:: Stored data ::
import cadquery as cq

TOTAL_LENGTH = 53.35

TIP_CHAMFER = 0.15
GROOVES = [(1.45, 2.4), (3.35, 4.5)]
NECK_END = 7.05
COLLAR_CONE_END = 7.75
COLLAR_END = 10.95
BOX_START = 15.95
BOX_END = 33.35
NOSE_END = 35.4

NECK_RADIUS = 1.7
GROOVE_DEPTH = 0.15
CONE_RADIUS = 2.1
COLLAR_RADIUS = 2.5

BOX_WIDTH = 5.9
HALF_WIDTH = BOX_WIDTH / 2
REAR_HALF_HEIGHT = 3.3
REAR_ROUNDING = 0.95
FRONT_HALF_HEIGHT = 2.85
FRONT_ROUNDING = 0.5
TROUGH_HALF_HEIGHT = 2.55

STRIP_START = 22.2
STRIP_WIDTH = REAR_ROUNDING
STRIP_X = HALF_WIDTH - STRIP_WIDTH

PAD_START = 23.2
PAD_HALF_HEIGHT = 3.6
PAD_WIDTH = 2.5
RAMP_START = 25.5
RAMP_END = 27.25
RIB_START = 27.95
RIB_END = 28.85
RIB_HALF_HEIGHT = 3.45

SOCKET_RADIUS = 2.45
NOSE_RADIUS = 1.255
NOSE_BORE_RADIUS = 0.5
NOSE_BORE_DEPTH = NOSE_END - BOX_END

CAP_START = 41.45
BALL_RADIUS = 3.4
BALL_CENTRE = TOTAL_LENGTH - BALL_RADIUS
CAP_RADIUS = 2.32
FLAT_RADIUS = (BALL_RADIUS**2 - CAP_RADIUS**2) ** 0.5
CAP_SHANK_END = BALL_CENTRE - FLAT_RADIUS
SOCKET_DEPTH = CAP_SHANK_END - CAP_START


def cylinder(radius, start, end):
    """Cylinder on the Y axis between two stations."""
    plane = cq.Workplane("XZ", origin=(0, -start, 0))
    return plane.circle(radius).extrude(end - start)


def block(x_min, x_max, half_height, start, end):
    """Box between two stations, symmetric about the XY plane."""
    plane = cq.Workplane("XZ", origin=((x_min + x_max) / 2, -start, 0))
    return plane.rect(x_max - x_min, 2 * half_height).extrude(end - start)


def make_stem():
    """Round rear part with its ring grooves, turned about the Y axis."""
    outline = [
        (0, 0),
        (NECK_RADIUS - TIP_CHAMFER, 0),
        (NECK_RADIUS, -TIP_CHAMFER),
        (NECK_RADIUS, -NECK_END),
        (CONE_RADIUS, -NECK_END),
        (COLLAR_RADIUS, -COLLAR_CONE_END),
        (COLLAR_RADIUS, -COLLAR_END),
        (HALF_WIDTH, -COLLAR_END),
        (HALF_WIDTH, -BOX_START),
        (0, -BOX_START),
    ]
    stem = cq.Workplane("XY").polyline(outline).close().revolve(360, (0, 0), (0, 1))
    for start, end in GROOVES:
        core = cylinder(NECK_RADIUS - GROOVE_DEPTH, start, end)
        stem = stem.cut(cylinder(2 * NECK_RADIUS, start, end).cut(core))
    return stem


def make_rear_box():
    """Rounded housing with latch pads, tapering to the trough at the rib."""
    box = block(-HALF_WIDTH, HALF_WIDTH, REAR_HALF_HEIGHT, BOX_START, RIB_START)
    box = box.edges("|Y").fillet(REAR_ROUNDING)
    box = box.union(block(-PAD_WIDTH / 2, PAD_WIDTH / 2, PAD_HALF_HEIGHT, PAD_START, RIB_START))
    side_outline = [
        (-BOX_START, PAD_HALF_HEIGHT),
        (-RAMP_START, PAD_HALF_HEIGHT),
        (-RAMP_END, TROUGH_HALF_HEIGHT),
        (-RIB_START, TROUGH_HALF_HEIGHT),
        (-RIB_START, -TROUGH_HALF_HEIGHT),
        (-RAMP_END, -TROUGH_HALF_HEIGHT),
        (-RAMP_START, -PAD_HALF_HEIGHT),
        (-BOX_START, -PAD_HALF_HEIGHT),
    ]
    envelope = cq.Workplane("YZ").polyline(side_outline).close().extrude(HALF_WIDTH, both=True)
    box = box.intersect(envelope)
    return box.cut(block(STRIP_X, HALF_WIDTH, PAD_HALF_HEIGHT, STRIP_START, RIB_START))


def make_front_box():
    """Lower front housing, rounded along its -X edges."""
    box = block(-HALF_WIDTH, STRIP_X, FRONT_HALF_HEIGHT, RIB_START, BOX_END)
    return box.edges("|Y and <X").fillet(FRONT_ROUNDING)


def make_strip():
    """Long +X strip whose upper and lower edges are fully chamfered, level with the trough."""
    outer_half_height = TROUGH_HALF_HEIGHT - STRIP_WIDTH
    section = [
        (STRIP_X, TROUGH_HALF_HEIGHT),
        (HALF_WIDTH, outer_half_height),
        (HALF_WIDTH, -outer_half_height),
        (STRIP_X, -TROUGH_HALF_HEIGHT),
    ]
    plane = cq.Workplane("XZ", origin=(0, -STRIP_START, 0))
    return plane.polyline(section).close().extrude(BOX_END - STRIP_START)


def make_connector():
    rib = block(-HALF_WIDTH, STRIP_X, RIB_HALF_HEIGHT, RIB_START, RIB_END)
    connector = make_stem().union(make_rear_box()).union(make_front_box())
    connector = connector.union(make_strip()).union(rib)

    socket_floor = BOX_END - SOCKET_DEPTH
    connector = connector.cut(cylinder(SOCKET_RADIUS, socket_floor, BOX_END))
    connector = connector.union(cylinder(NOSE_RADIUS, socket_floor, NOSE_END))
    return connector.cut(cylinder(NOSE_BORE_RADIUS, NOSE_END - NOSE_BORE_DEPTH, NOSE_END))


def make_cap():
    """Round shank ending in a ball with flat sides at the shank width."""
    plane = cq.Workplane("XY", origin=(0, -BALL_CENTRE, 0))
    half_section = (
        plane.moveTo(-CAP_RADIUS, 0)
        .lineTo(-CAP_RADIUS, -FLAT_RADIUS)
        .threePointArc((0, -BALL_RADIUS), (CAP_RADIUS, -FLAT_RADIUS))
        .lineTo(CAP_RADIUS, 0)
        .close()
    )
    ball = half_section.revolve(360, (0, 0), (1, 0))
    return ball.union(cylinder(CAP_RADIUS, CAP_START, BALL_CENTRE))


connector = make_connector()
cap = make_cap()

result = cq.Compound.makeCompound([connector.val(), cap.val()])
--
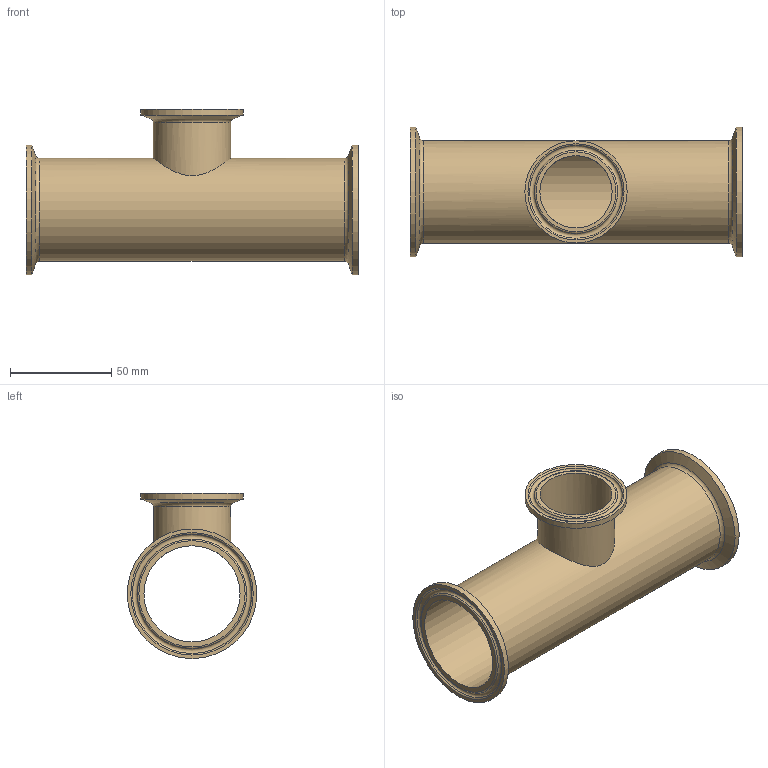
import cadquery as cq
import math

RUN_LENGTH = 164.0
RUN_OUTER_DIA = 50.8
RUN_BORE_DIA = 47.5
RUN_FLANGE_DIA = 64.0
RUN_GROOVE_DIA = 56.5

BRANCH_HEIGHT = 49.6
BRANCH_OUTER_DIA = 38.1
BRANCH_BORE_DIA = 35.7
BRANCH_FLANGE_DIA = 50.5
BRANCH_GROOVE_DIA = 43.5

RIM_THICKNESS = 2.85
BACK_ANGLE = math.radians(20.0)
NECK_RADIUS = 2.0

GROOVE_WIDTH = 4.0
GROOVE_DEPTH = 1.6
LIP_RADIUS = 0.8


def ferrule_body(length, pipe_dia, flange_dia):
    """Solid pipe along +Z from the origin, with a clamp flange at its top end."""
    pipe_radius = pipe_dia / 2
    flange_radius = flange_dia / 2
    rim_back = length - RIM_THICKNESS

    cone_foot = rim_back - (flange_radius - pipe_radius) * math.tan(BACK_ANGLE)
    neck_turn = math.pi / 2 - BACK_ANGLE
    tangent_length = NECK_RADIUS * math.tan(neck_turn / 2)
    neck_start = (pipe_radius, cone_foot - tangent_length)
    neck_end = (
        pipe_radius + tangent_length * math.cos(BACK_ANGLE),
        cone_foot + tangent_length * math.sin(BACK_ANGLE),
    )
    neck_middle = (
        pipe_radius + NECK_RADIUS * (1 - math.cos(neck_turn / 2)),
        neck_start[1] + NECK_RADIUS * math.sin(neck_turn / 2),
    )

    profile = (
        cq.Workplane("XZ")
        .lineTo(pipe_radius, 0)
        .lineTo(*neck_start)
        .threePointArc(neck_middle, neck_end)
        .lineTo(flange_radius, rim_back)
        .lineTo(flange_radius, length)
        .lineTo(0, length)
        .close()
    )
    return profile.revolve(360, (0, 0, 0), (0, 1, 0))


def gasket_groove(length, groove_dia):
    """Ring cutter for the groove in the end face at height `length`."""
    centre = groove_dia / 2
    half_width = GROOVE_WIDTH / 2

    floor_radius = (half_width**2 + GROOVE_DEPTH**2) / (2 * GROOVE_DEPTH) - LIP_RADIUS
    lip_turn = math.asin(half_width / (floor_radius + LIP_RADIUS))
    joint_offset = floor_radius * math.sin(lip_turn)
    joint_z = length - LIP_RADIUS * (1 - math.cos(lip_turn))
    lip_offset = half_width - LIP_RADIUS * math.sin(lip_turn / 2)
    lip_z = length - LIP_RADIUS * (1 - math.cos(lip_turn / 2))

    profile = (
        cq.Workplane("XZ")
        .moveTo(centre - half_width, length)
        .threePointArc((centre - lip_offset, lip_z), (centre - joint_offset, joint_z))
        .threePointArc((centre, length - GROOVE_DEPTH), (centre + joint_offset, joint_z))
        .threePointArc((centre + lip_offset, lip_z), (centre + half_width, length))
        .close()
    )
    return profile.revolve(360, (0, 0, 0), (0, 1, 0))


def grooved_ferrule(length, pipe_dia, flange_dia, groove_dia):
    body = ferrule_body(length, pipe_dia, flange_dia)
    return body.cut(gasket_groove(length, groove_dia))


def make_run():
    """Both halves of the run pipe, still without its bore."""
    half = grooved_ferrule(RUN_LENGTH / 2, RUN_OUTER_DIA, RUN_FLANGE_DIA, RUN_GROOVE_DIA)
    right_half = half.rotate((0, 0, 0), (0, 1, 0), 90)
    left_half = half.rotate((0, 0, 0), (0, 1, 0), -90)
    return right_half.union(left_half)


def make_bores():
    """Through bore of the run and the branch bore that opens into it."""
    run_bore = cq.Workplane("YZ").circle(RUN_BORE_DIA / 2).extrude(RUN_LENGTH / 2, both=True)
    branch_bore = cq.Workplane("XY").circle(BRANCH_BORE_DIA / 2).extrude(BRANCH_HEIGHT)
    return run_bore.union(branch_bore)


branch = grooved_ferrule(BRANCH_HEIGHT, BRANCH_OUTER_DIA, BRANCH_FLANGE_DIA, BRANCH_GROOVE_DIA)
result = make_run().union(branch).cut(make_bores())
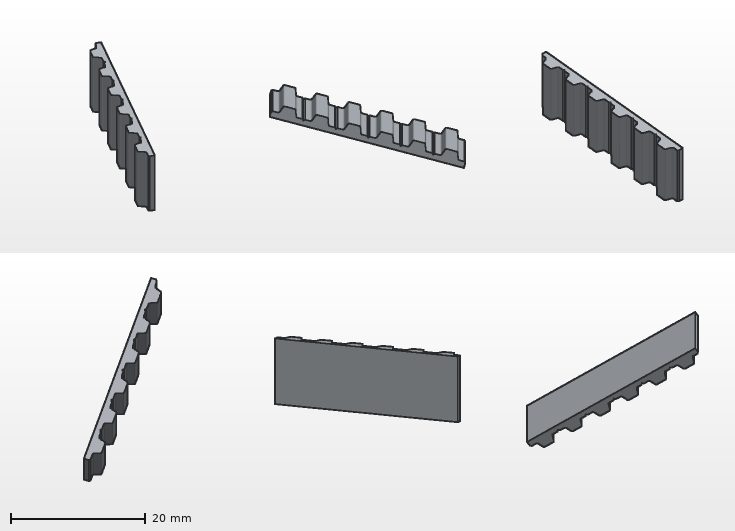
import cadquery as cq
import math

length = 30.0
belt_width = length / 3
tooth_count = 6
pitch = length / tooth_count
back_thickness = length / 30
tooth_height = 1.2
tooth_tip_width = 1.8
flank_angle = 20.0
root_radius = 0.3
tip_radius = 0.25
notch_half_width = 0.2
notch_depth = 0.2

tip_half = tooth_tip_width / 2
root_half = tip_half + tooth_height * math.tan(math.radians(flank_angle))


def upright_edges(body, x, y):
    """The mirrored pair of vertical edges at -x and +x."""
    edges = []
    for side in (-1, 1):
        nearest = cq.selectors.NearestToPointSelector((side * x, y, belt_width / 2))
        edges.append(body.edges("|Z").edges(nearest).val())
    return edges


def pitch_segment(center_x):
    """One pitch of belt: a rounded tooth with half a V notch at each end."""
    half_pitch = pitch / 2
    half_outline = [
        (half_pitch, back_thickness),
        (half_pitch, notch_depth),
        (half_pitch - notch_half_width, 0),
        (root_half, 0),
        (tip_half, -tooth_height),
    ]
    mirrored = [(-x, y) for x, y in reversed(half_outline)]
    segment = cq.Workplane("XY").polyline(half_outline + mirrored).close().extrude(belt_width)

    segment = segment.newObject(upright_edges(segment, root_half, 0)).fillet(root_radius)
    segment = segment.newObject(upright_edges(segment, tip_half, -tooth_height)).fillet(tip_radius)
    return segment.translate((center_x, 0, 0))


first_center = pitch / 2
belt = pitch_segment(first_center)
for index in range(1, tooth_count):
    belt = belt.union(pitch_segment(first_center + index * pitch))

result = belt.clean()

:: What is expected ::
Determine how many lines in the listing above hold the word "radians", and reply with that number only.

:: Solved exercise ::
2